Здорово было взглянуть на карту Европы, когда она вся красная. Козлов бы, конечно, объяснил почему.
У него идея, что в войну не жалели людей.
– Многие, – говорит, – генералы сапогами по солдатской крови хлюпали.
Но это вранье. Если было пару психов, вроде Горлова из «Фронта» Корнейчука, нельзя весь генералитет охаивать.
Нет, красная была бы карта Европы, потому что советская. Мы еще в шестом классе до войны об этом мечтали:
– Пол-Польши наши. Бессарабию вернули. Финляндию – только временно из-за морозов отложили. Прибалтика – вся. И Болгарию возьмем. Пока туда футболисты летают, Федотов из ЦДКА голы забивает, а скоро все прибудем.
Хорошо бы еще китайская восьмая армия японцев разбила, а заодно и Чан Кайши. И если б снова вернули III Интернационал. Да его и так вернут. Это только тактика. Сталин маршала Тито называет «господин», а Тито самый что ни на есть советский. И Берут тоже «господин» и тоже советский. В нашей половине Европы все советские. Это просто ради англичан пишут «господа».

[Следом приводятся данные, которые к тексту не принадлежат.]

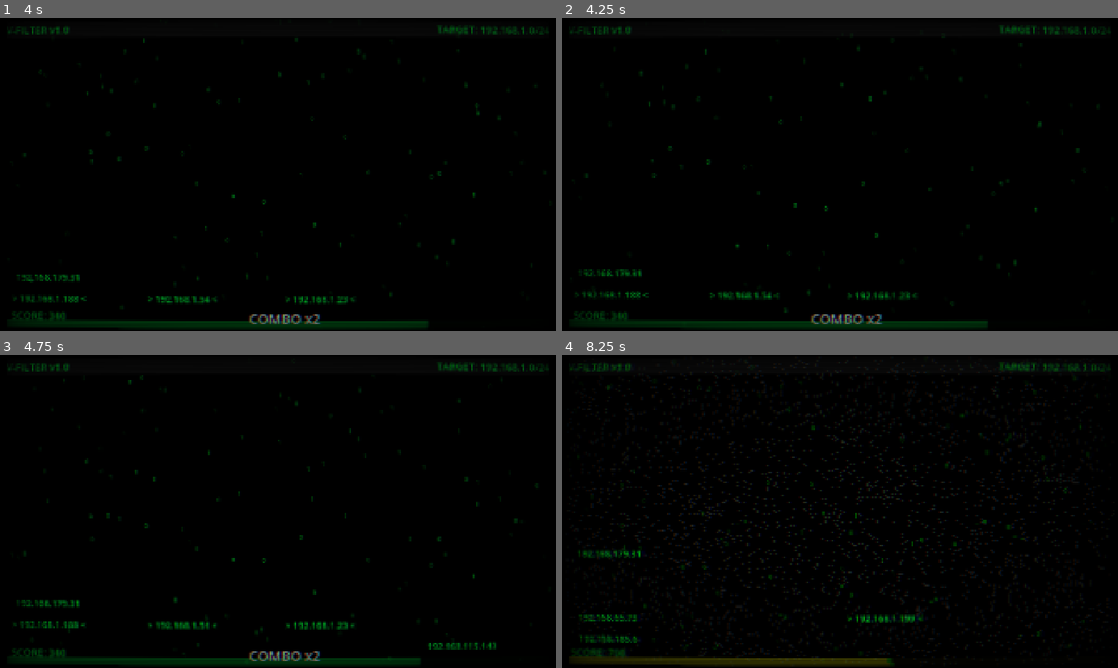
Above: before the commit, frames 1-4 (two rows, left to right).
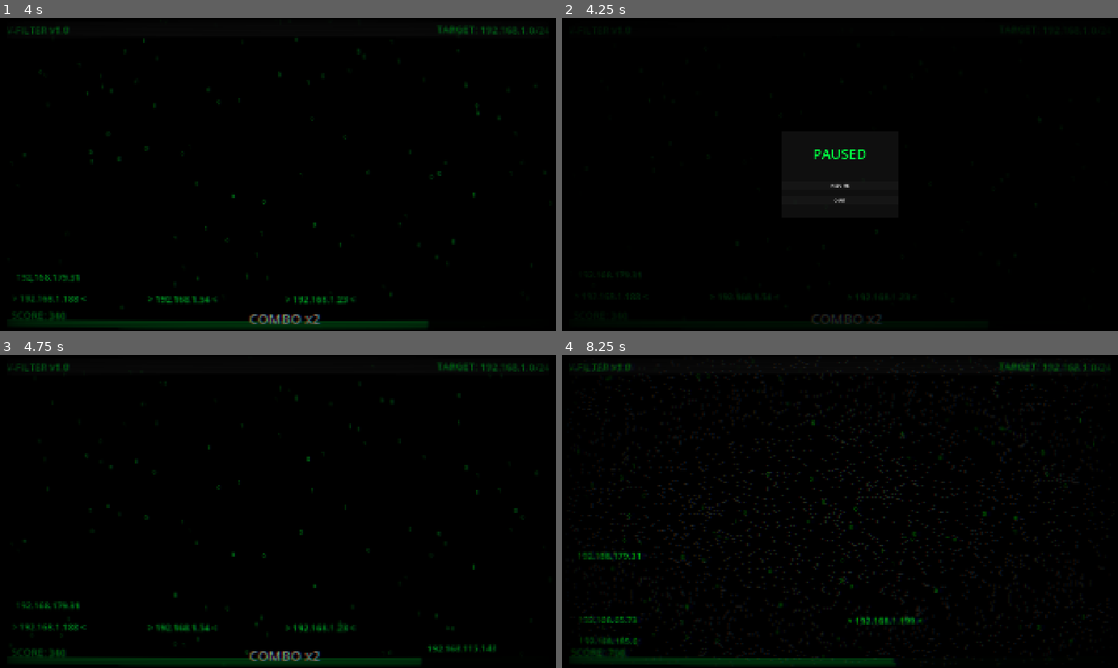
Above: after the commit, the same moments.

Repository: notlsd/v
Game: Godot game, scene res://scenes/main/main.tscn
Same seed, same stepped clock (60 frames per second), same inputs: the game is played once before the commit and once after it.
Inputs (mouse positions are in pixels of both pictures, inside the frame that each line leads up to):
- Up to frame 1 (4 s): move the mouse to (489, 305) at 0.52 s; hold E (mask_16) 0.53-1.28 s; click (489, 305) at 0.67 s; move the mouse to (344, 296) at 1.27 s; tap W (mask_24) at 1.35 s; click (344, 296) at 1.42 s; move the mouse to (211, 284) at 2.02 s; hold Q (mask_32) 2.03-2.78 s; click (211, 284) at 2.17 s; move the mouse to (489, 296) at 2.77 s; tap E (mask_16) at 2.85 s; click (489, 296) at 2.92 s; move the mouse to (344, 284) at 3.52 s; hold W (mask_24) from 3.53 s (still down); click (344, 284) at 3.67 s
- Up to frame 2 (4.25 s): keep holding W (mask_24); tap Escape (ui_cancel) at 4.15 s
- Up to frame 3 (4.75 s): release W (mask_24) at 4.25 s; click (278, 520) at 4.25 s, where only the run after the commit has a clickable "RESUME"
- Up to frame 4 (8.25 s): move the mouse to (628, 621) at 5.02 s; tap Q (mask_32) at 5.1 s; click (628, 621) at 5.17 s; move the mouse to (773, 611) at 5.77 s; hold E (mask_16) 5.78-6.53 s; click (773, 611) at 5.92 s; move the mouse to (906, 599) at 6.52 s; tap W (mask_24) at 6.6 s; click (906, 599) at 6.67 s; move the mouse to (1051, 611) at 7.27 s; hold Q (mask_32) 7.28-8.03 s; click (1051, 611) at 7.42 s; move the mouse to (773, 621) at 8.02 s; tap E (mask_16) at 8.1 s; click (773, 621) at 8.17 s

Frame 1 is identical in both runs. In frame 2, 2.9% of the frame differs, in the area x 1-99%, y 2-99%; in frame 3, 1.4%; in frame 4, 2.3%.

Commit message:
feat: Phase 3 完成 - 游戏性打磨
🔥 连击系统:
- Combo计数器+奖励(5/10/20连)
- Combo加成分数+脉冲动画

📈 难度曲线:
- 速度每30秒+10%
- 生成间隔每30秒-10%

🔄 游戏循环:
- ESC暂停/继续
- Game Over统计(时间/最高Combo)
- Restart重置

🔊 音效反馈:
- AudioStreamGenerator实时合成
- 成功/失败/Combo/GameOver音效

Diff:
--- a/project_v/scenes/main/main.tscn
+++ b/project_v/scenes/main/main.tscn
@@ -6,6 +6,7 @@
 [ext_resource type="PackedScene" uid="uid://crt_overlay" path="res://scenes/ui/crt_overlay.tscn" id="4_crt"]
 [ext_resource type="Shader" path="res://shaders/glitch_effect.gdshader" id="5_glitch"]
 [ext_resource type="PackedScene" uid="uid://game_over" path="res://scenes/ui/game_over_screen.tscn" id="6_gameover"]
+[ext_resource type="PackedScene" uid="uid://pause_screen" path="res://scenes/ui/pause_screen.tscn" id="7_pause"]
 
 [sub_resource type="ShaderMaterial" id="ShaderMaterial_glitch"]
 shader = ExtResource("5_glitch")
@@ -17,6 +18,7 @@
 
 @onready var glitch_overlay = $GlitchLayer/GlitchOverlay
 @onready var game_over_screen = $GameOverScreen
+@onready var terminal_spawner = $TerminalLayer/TerminalSpawner
 
 func _ready() -> void:
 	RenderingServer.set_default_clear_color(Color.BLACK)
@@ -28,6 +30,10 @@
 
 	# 连接 GameManager 的 game_over 信号
 	GameManager.game_over.connect(_on_game_over)
+
+	# 连接 spawner 到 game over screen
+	if game_over_screen and terminal_spawner:
+		game_over_screen.set_spawner(terminal_spawner)
 
 	print(\"[Main] Terminal mode started! Target: %s\" % GameManager.get_target_subnet_string())
 
@@ -72,3 +78,5 @@
 [node name="CRTOverlay" parent="." instance=ExtResource("4_crt")]
 
 [node name="GameOverScreen" parent="." instance=ExtResource("6_gameover")]
+
+[node name="PauseScreen" parent="." instance=ExtResource("7_pause")]
--- a/project_v/scenes/ui/game_over_screen.tscn
+++ b/project_v/scenes/ui/game_over_screen.tscn
@@ -1,10 +1,14 @@
-[gd_scene load_steps=3 format=3 uid="uid://game_over"]
+[gd_scene load_steps=4 format=3 uid="uid://game_over"]
 
 [ext_resource type="Script" path="res://scripts/ui/game_over_screen.gd" id="1_script"]
 
-[sub_resource type="LabelSettings" id="LabelSettings_1"]
+[sub_resource type="LabelSettings" id="LabelSettings_title"]
 font_size = 64
 font_color = Color(1, 0, 0, 1)
+
+[sub_resource type="LabelSettings" id="LabelSettings_stats"]
+font_size = 32
+font_color = Color(0, 1, 0.255, 1)
 
 [node name="GameOverScreen" type="CanvasLayer"]
 layer = 100
@@ -17,7 +21,7 @@
 anchor_bottom = 1.0
 grow_horizontal = 2
 grow_vertical = 2
-color = Color(0, 0, 0, 0.8)
+color = Color(0, 0, 0, 0.85)
 
 [node name="Panel" type="PanelContainer" parent="."]
 anchors_preset = 8
@@ -25,30 +29,48 @@
 anchor_top = 0.5
 anchor_right = 0.5
 anchor_bottom = 0.5
-offset_left = -200.0
-offset_top = -150.0
-offset_right = 200.0
-offset_bottom = 150.0
+offset_left = -250.0
+offset_top = -200.0
+offset_right = 250.0
+offset_bottom = 200.0
 grow_horizontal = 2
 grow_vertical = 2
 
 [node name="VBox" type="VBoxContainer" parent="Panel"]
 layout_mode = 2
+theme_override_constants/separation = 15
 alignment = 1
 
 [node name="TitleLabel" type="Label" parent="Panel/VBox"]
 layout_mode = 2
 text = "GAME OVER"
-label_settings = SubResource("LabelSettings_1")
+label_settings = SubResource("LabelSettings_title")
 horizontal_alignment = 1
+
+[node name="Spacer1" type="Control" parent="Panel/VBox"]
+custom_minimum_size = Vector2(0, 20)
+layout_mode = 2
 
 [node name="ScoreLabel" type="Label" parent="Panel/VBox"]
 layout_mode = 2
-text = "FINAL SCORE: 0"
+text = "SCORE: 0"
+label_settings = SubResource("LabelSettings_stats")
 horizontal_alignment = 1
 
-[node name="Spacer" type="Control" parent="Panel/VBox"]
-custom_minimum_size = Vector2(0, 30)
+[node name="TimeLabel" type="Label" parent="Panel/VBox"]
+layout_mode = 2
+text = "TIME: 00:00"
+label_settings = SubResource("LabelSettings_stats")
+horizontal_alignment = 1
+
+[node name="ComboLabel" type="Label" parent="Panel/VBox"]
+layout_mode = 2
+text = "MAX COMBO: x0"
+label_settings = SubResource("LabelSettings_stats")
+horizontal_alignment = 1
+
+[node name="Spacer2" type="Control" parent="Panel/VBox"]
+custom_minimum_size = Vector2(0, 20)
 layout_mode = 2
 
 [node name="RestartButton" type="Button" parent="Panel/VBox"]
--- /dev/null
+++ b/project_v/scenes/ui/pause_screen.tscn
@@ -0,0 +1,56 @@
+[gd_scene load_steps=3 format=3 uid="uid://pause_screen"]
+
+[ext_resource type="Script" path="res://scripts/ui/pause_screen.gd" id="1_script"]
+
+[sub_resource type="LabelSettings" id="LabelSettings_1"]
+font_size = 48
+font_color = Color(0, 1, 0.255, 1)
+
+[node name="PauseScreen" type="CanvasLayer"]
+layer = 100
+process_mode = 3
+script = ExtResource("1_script")
+
+[node name="Background" type="ColorRect" parent="."]
+anchors_preset = 15
+anchor_right = 1.0
+anchor_bottom = 1.0
+grow_horizontal = 2
+grow_vertical = 2
+color = Color(0, 0, 0, 0.7)
+
+[node name="Panel" type="PanelContainer" parent="."]
+anchors_preset = 8
+anchor_left = 0.5
+anchor_top = 0.5
+anchor_right = 0.5
+anchor_bottom = 0.5
+offset_left = -200.0
+offset_top = -150.0
+offset_right = 200.0
+offset_bottom = 150.0
+grow_horizontal = 2
+grow_vertical = 2
+
+[node name="VBox" type="VBoxContainer" parent="Panel"]
+layout_mode = 2
+theme_override_constants/separation = 20
+alignment = 1
+
+[node name="TitleLabel" type="Label" parent="Panel/VBox"]
+layout_mode = 2
+text = "PAUSED"
+label_settings = SubResource("LabelSettings_1")
+horizontal_alignment = 1
+
+[node name="Spacer" type="Control" parent="Panel/VBox"]
+custom_minimum_size = Vector2(0, 20)
+layout_mode = 2
+
+[node name="ResumeButton" type="Button" parent="Panel/VBox"]
+layout_mode = 2
+text = "RESUME"
+
+[node name="QuitButton" type="Button" parent="Panel/VBox"]
+layout_mode = 2
+text = "QUIT"
--- a/project_v/scripts/managers/audio_manager.gd
+++ b/project_v/scripts/managers/audio_manager.gd
@@ -1,14 +1,16 @@
 ## AudioManager
-## 音频管理器 - BGM 和 SFX 播放
+## 音频管理器 - BGM、SFX 和程序生成音效
 extends Node
 
 ## BPM 设置 (用于节拍同步)
 var bpm: float = 120.0
-var beat_duration: float = 0.5  # 60/120
+var beat_duration: float = 0.5
 
 ## 音频播放器
 var bgm_player: AudioStreamPlayer = null
-var sfx_players: Array[AudioStreamPlayer] = []
+var tone_player: AudioStreamPlayer = null
+var generator: AudioStreamGenerator = null
+var playback: AudioStreamGeneratorPlayback = null
 
 ## 信号：节拍触发
 signal beat_hit()
@@ -17,6 +19,9 @@
 var beat_timer: float = 0.0
 var beat_count: int = 0
 
+## 音效队列
+var pending_tone: Dictionary = {}
+
 
 func _ready() -> void:
 	# 创建 BGM 播放器
@@ -24,12 +29,16 @@
 	bgm_player.bus = "Master"
 	add_child(bgm_player)
 
-	# 创建 SFX 播放器池
-	for i in range(8):
-		var player = AudioStreamPlayer.new()
-		player.bus = "Master"
-		add_child(player)
-		sfx_players.append(player)
+	# 创建音调生成器
+	generator = AudioStreamGenerator.new()
+	generator.mix_rate = 22050
+	generator.buffer_length = 0.5
+
+	tone_player = AudioStreamPlayer.new()
+	tone_player.stream = generator
+	tone_player.bus = "Master"
+	tone_player.volume_db = -5.0
+	add_child(tone_player)
 
 	# 计算节拍时长
 	beat_duration = 60.0 / bpm
@@ -37,7 +46,8 @@
 	# 连接 GameManager 信号
 	GameManager.match_success.connect(_on_match_success)
 	GameManager.match_failure.connect(_on_match_failure)
-	GameManager.mask_changed.connect(_on_mask_changed)
+	GameManager.combo_reward.connect(_on_combo_reward)
+	GameManager.game_over.connect(_on_game_over)
 
 
 func _process(delta: float) -> void:
@@ -48,56 +58,123 @@
 		beat_count += 1
 		beat_hit.emit()
 
+	# 处理音调生成
+	_process_tone_generation()
 
-## 设置 BPM
+
+func _process_tone_generation() -> void:
+	if not tone_player.playing:
+		return
+
+	if playback == null:
+		playback = tone_player.get_stream_playback()
+
+	if playback == null:
+		return
+
+	var frames_available = playback.get_frames_available()
+	if frames_available <= 0:
+		return
+
+	if pending_tone.is_empty():
+		tone_player.stop()
+		return
+
+	var freq = pending_tone.get("freq", 440.0)
+	var phase = pending_tone.get("phase", 0.0)
+	var samples_left = pending_tone.get("samples_left", 0)
+	var total_samples = pending_tone.get("total_samples", 1)
+	var sweep_end = pending_tone.get("sweep_end", freq)
+
+	var sample_rate = generator.mix_rate
+	var frames_to_fill = min(frames_available, samples_left)
+
+	for i in range(frames_to_fill):
+		var progress = 1.0 - (float(samples_left - i) / total_samples)
+		var current_freq = freq + (sweep_end - freq) * progress
+		var amplitude = 0.3 * (1.0 - progress * 0.7)
+
+		var sample = sin(phase) * amplitude
+		phase += 2.0 * PI * current_freq / sample_rate
+
+		playback.push_frame(Vector2(sample, sample))
+
+	pending_tone["phase"] = phase
+	pending_tone["samples_left"] = samples_left - frames_to_fill
+
+	if pending_tone["samples_left"] <= 0:
+		pending_tone.clear()
+
+
+## 播放音调
+func _play_tone(frequency: float, duration: float, sweep_end_freq: float = -1.0) -> void:
+	var sample_rate = generator.mix_rate
+	var total_samples = int(sample_rate * duration)
+
+	pending_tone = {
+		"freq": frequency,
+		"phase": 0.0,
+		"samples_left": total_samples,
+		"total_samples": total_samples,
+		"sweep_end": sweep_end_freq if sweep_end_freq > 0 else frequency
+	}
+
+	if not tone_player.playing:
+		tone_player.play()
+		playback = tone_player.get_stream_playback()
+
+
+## 播放成功音效
+func play_success_sfx() -> void:
+	_play_tone(880.0, 0.08)
+
+
+## 播放失败音效
+func play_fail_sfx() -> void:
+	_play_tone(220.0, 0.15)
+
+
+## 播放 Combo 奖励音效
+func play_combo_sfx(tier: int) -> void:
+	var start_freq = 440.0 + tier * 220.0
+	var end_freq = start_freq * 2.0
+	_play_tone(start_freq, 0.12, end_freq)
+
+
+## 播放 Game Over 音效
+func play_game_over_sfx() -> void:
+	_play_tone(880.0, 0.4, 110.0)
+
+
+## 信号回调
+func _on_match_success() -> void:
+	play_success_sfx()
+
+
+func _on_match_failure() -> void:
+	play_fail_sfx()
+
+
+func _on_combo_reward(reward_type: String) -> void:
+	match reward_type:
+		"tier1":
+			play_combo_sfx(1)
+		"tier2":
+			play_combo_sfx(2)
+		"tier3":
+			play_combo_sfx(3)
+
+
+func _on_game_over(_final_score: int) -> void:
+	play_game_over_sfx()
+
+
+## BPM 相关
 func set_bpm(new_bpm: float) -> void:
 	bpm = new_bpm
 	beat_duration = 60.0 / bpm
 
 
-## 播放 SFX (找到空闲播放器)
-func play_sfx(stream: AudioStream, volume_db: float = 0.0) -> void:
-	for player in sfx_players:
-		if not player.playing:
-			player.stream = stream
-			player.volume_db = volume_db
-			player.play()
-			return
-
-
-## 播放 BGM
-func play_bgm(stream: AudioStream, volume_db: float = -10.0) -> void:
-	if bgm_player:
-		bgm_player.stream = stream
-		bgm_player.volume_db = volume_db
-		bgm_player.play()
-
-
-## 停止 BGM
-func stop_bgm() -> void:
-	if bgm_player:
-		bgm_player.stop()
-
-
-## 匹配成功音效提示 (占位)
-func _on_match_success() -> void:
-	# TODO: 播放成功音效
-	pass
-
-
-## 匹配失败音效提示 (占位)
-func _on_match_failure() -> void:
-	# TODO: 播放失败音效
-	pass
-
-
-## 切换掩码音效提示 (占位)
-func _on_mask_changed(_prefix: int) -> void:
-	# TODO: 播放切换音效
-	pass
-
-
-## 检查是否在节拍窗口内 (用于 Perfect 判定)
 func is_in_beat_window(window_ms: float = 50.0) -> bool:
 	var window_sec = window_ms / 1000.0
 	var time_since_beat = beat_timer
--- a/project_v/scripts/managers/terminal_spawner.gd
+++ b/project_v/scripts/managers/terminal_spawner.gd
@@ -132,3 +132,18 @@
 
 func get_difficulty_level() -> int:
 	return int(floor(game_time / DIFFICULTY_INCREASE_INTERVAL))
+
+
+func reset() -> void:
+	# 清除所有现有的行
+	for child in get_children():
+		if child != spawn_timer:
+			child.queue_free()
+
+	# 重置时间和速度
+	game_time = 0.0
+	current_scroll_speed = base_scroll_speed
+	current_spawn_interval = base_spawn_interval
+
+	if spawn_timer:
+		spawn_timer.wait_time = current_spawn_interval
--- a/project_v/scripts/ui/game_over_screen.gd
+++ b/project_v/scripts/ui/game_over_screen.gd
@@ -1,9 +1,13 @@
 ## GameOverScreen
-## 游戏结束界面
+## 游戏结束界面 - 显示统计和重启按钮
 extends CanvasLayer
 
 @onready var score_label: Label = $Panel/VBox/ScoreLabel
+@onready var time_label: Label = $Panel/VBox/TimeLabel
+@onready var combo_label: Label = $Panel/VBox/ComboLabel
 @onready var restart_button: Button = $Panel/VBox/RestartButton
+
+var terminal_spawner: Node = null
 
 
 func _ready() -> void:
@@ -13,8 +17,24 @@
 
 
 func show_game_over(final_score: int) -> void:
+	# 获取统计数据
+	var max_combo = GameManager.max_combo
+	var game_time = 0.0
+
+	# 尝试获取 TerminalSpawner 的游戏时间
+	if terminal_spawner and terminal_spawner.has_method("get_game_time"):
+		game_time = terminal_spawner.get_game_time()
+
+	# 更新显示
 	if score_label:
-		score_label.text = "FINAL SCORE: %d" % final_score
+		score_label.text = "SCORE: %d" % final_score
+	if time_label:
+		var minutes = int(game_time) / 60
+		var seconds = int(game_time) % 60
+		time_label.text = "TIME: %02d:%02d" % [minutes, seconds]
+	if combo_label:
+		combo_label.text = "MAX COMBO: x%d" % max_combo
+
 	visible = true
 	get_tree().paused = true
 
@@ -22,4 +42,13 @@
 func _on_restart_pressed() -> void:
 	get_tree().paused = false
 	GameManager.reset()
+
+	# 重置 TerminalSpawner
+	if terminal_spawner and terminal_spawner.has_method("reset"):
+		terminal_spawner.reset()
+
 	visible = false
+
+
+func set_spawner(spawner: Node) -> void:
+	terminal_spawner = spawner
--- /dev/null
+++ b/project_v/scripts/ui/pause_screen.gd
@@ -0,0 +1,46 @@
+## PauseScreen
+## 暂停界面
+extends CanvasLayer
+
+@onready var resume_button: Button = $Panel/VBox/ResumeButton
+@onready var quit_button: Button = $Panel/VBox/QuitButton
+
+
+func _ready() -> void:
+	visible = false
+	process_mode = Node.PROCESS_MODE_ALWAYS
+
+	if resume_button:
+		resume_button.pressed.connect(_on_resume_pressed)
+	if quit_button:
+		quit_button.pressed.connect(_on_quit_pressed)
+
+
+func _input(event: InputEvent) -> void:
+	if event.is_action_pressed("ui_cancel"):  # ESC
+		toggle_pause()
+
+
+func toggle_pause() -> void:
+	if get_tree().paused:
+		resume()
+	else:
+		pause()
+
+
+func pause() -> void:
+	visible = true
+	get_tree().paused = true
+
+
+func resume() -> void:
+	visible = false
+	get_tree().paused = false
+
+
+func _on_resume_pressed() -> void:
+	resume()
+
+
+func _on_quit_pressed() -> void:
+	get_tree().quit()
Not shown: 1 places in project_v/scenes/main/main.tscn that only renumber resources
Not shown, added: project_v/scripts/ui/pause_screen.gd.uid

Хорошо было мечтать о Советской Европе. Тогда ничего не имело значения: ни ругань с матерью, ни аттестат, который Ритка у Таисьи купила. Тогда все неважно. И пусть катится подальше Козлов со своей галиматьей, пусть обнимает свою Светку и не высовывается.
Эх, отпусти мою душу, Павел Ильич! Хочешь, я к тебе сейчас поднимусь. Ты, наверно, один. У твоей бабищи – Ритка сидит. Я к тебе поднимусь, и ты скажешь, что все твое вранье – просто оскорбленное самолюбие. Я кинусь к тебе на шею, и ты не будешь мне больше душу травить. А то у меня от твоих слов руки опускаются. Я ведь правда хочу быть честным. Даже не то… Хочу, чтоб впереди у меня все ясно, все здорово было. Павел Ильич, мне ей-богу, кроме тебя, поговорить не с кем…
Я уже в самом деле хотел подняться к Козлову, когда из подъезда вышла Ритка. До чего красиво шла! Голова задумчиво склонена набок.
– Скучал? – спросила. – Молодец, что со мной не поднялся. Светка лежит зареванная. Даже заикается. Я говорю: «Внизу Коромыслов…» – задерживать не стала. «Иди, – говорит, – к этому гаду. К этой тихой сапе!» Ты что, ее обидел?
– Нет.
– Ревет, как дура, а почему – молчит. Лежит не в их комнате, а в какой-то выбеленной конуре за кухней и плачет. И про тебя кричит: «Не шейся с ним, Марго! Ты этого субчика не знаешь. Страшный гад». Вот дуреха! Ты – и страшный! А чего в тебе, Коромыслов, страшного? Очень даже из себя симпатичный! – И она погладила меня по щеке.
Мы спустились по Мархлевского к Кировской и оттуда к «Метрополю». Билетов – ясное дело – не было.
– Постой в сторонке, – сказал я Ритке, – чего-нибудь раздобуду.
– Ну нет, – схватила она мою руку. – Что ты? В таком месте?!
И тут мы увидели Гришку.
– Познакомьтесь, – сказал я Марго. – Это тот самый летчик.
Она взглянула на него без особого интереса. Он был ей до плеча.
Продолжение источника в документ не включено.